No need to check another half dozen to see that "a se vedea data imprimată pe închiderea sigiliu" - (best before seal closing) is wrong which ever way you look at it 
A correct translation would be "a se vedea data imprimată pe sigiliul de închidere" which also reflects what one would use in Romanian. The last part, de închidere, is not really necessary.

For "Best before (date)" I'd use "Valabil până la (data de)" or the more winded and... weird but getting much use form that you indicate, "A se consuma de preferință înainte de:" followed by "a se vedea data imprimată pe sigiliul de închidere" or just plain and simple "vezi data de pe sigiliu"

Later,
f.


----------



## arcticm

We can argue for the sake of arguing, but my box of cereal, my bag of pasta, my tiny cinnamon jar and my canned beans all have the inscription "a se consuma de preferinta inainte de", which should really be a compelling enough argument that this is indeed the convention for "best before". There's a nuance between "best before" and a strict expiration date. My milk expires in a week (adică expiră pe 13 sau e _valabil până la data de_ 13) so I'd better not drink from it on the 14th, but if my cinnamon or pasta is "best before" the 14th, I won't barf if i use it on the 14th.
http://www.eatbydate.com/best-before-date-definition/
The “Best Before Date” is, according to the manufacturer, the last date by which a products flavor or quality is best, the optimal time of its shelf life for quality.
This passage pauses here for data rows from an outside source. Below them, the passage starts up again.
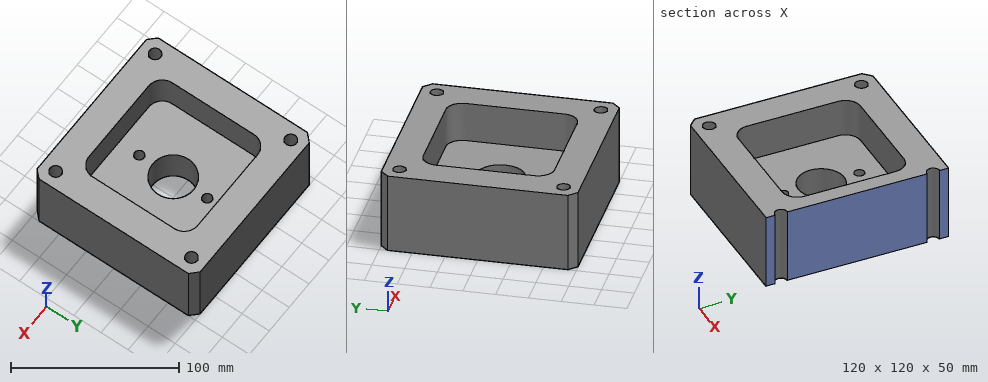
import cadquery as cq

side = 120.0
height = 50.0
corner_chamfer = 5.0

pocket_side = 80.0
pocket_corner_radius = 10.0
pocket_depth = 25.0

bore_diameter = 30.0
corner_hole_diameter = 8.0
corner_hole_spacing = 100.0
floor_hole_diameter = 6.6
floor_hole_spacing = 50.0


def make_block():
    """Square block with its four vertical edges chamfered, standing on Z = 0."""
    block = cq.Workplane("XY").box(side, side, height, centered=(True, True, False))
    return block.edges("|Z").chamfer(corner_chamfer)


def make_pocket():
    """Volume removed by the pocket in the top face."""
    pocket_floor = cq.Workplane("XY").workplane(offset=height - pocket_depth)
    pocket = pocket_floor.rect(pocket_side, pocket_side).extrude(pocket_depth)
    return pocket.edges("|Z").fillet(pocket_corner_radius)


def make_through_holes(diameter, centres):
    """Cylinders through the full height at the given XY centres."""
    return cq.Workplane("XY").pushPoints(centres).circle(diameter / 2).extrude(height)


corner_offset = corner_hole_spacing / 2
corner_centres = [(x, y) for x in (-corner_offset, corner_offset) for y in (-corner_offset, corner_offset)]
floor_centres = [(0, -floor_hole_spacing / 2), (0, floor_hole_spacing / 2)]

result = (
    make_block()
    .cut(make_pocket())
    .cut(make_through_holes(bore_diameter, [(0, 0)]))
    .cut(make_through_holes(corner_hole_diameter, corner_centres))
    .cut(make_through_holes(floor_hole_diameter, floor_centres))
)
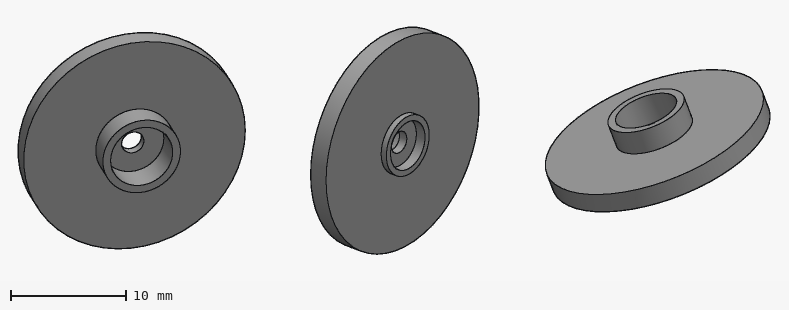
import cadquery as cq

disc_thickness = 1.8
rim_height = 0.6
hub_length = 2.2
recess_depth = 1.0
web_thickness = 0.85

disc_diameter = 20.0
rim_diameter = 5.6
recess_diameter = 4.5
hub_diameter = 7.0
hub_socket_diameter = 5.6
bore_diameter = 2.0

rim_face_x = -rim_height
hub_start_x = disc_thickness
hub_face_x = disc_thickness + hub_length
web_start_x = rim_face_x + recess_depth
socket_floor_x = web_start_x + web_thickness


def cylinder_along_x(diameter, start_x, end_x):
    """Solid cylinder on the X axis between two axial positions."""
    return cq.Workplane("YZ", origin=(start_x, 0, 0)).circle(diameter / 2).extrude(end_x - start_x)


disc = cylinder_along_x(disc_diameter, 0, disc_thickness)
rim = cylinder_along_x(rim_diameter, rim_face_x, 0)
hub = cylinder_along_x(hub_diameter, hub_start_x, hub_face_x)

recess = cylinder_along_x(recess_diameter, rim_face_x, web_start_x)
hub_socket = cylinder_along_x(hub_socket_diameter, socket_floor_x, hub_face_x)

bore = cylinder_along_x(bore_diameter, web_start_x, socket_floor_x)

result = disc.union(rim).union(hub).cut(recess).cut(hub_socket).cut(bore)

As noted above, the product may still be enjoyed after the “best before date.”

As for the "închiderea sigiliu" it might indeed be better to leave the first word out and just leave "sigiliu" (seal); your suggestion "sigiliu de închidere" is tautological and I, for one, have never encountered it. "Sigiliu" plain and simple is better than either "inchiderea sigiliu" or "sigiliu de inchidere".


----------



## farscape

Let's recap what was asked by OP:



linglab said:


> ...could you confirm me that the translation "a se vedea data imprimată pe închiderea sigiliu" after "A se consuma de preferință înainte de" is correct?
> The best before date is written on a metallic clip wrapping a plastic bag...



"A se consuma de preferință înainte de" followed by "a se vedea data imprimată pe închiderea sigiliu" is not proper Romanian, no matter how many times or where is being used. For consistency here is an English translation: To be used preferably before + to see the date imprinted on the sealing close.

A better way of conveying the intended message would be:

A se consuma de preferință înainte de + vezi/verifică data de pe sigiliu(l clemei de închidere) [to be used preferably before + see/check the date on the (wrap around band) seal] 

f.


----------



## nyd

I think that for such a phrase, usage is a lot more important than consistency with the Romanian Academy rules. "A se consuma de preferință înainte de" is definitely the convention (and I insist on this word) for "best before". As for the second part I think that the convention is "vezi data de pe sigiliu". If you combine these two, you get "A se consuma de preferință înainte de vezi data de pe sigiliu"="Best before see date on the seal", which is not grammatically correct, but it is what you should use if you want to do it as everyone on the market does.


----------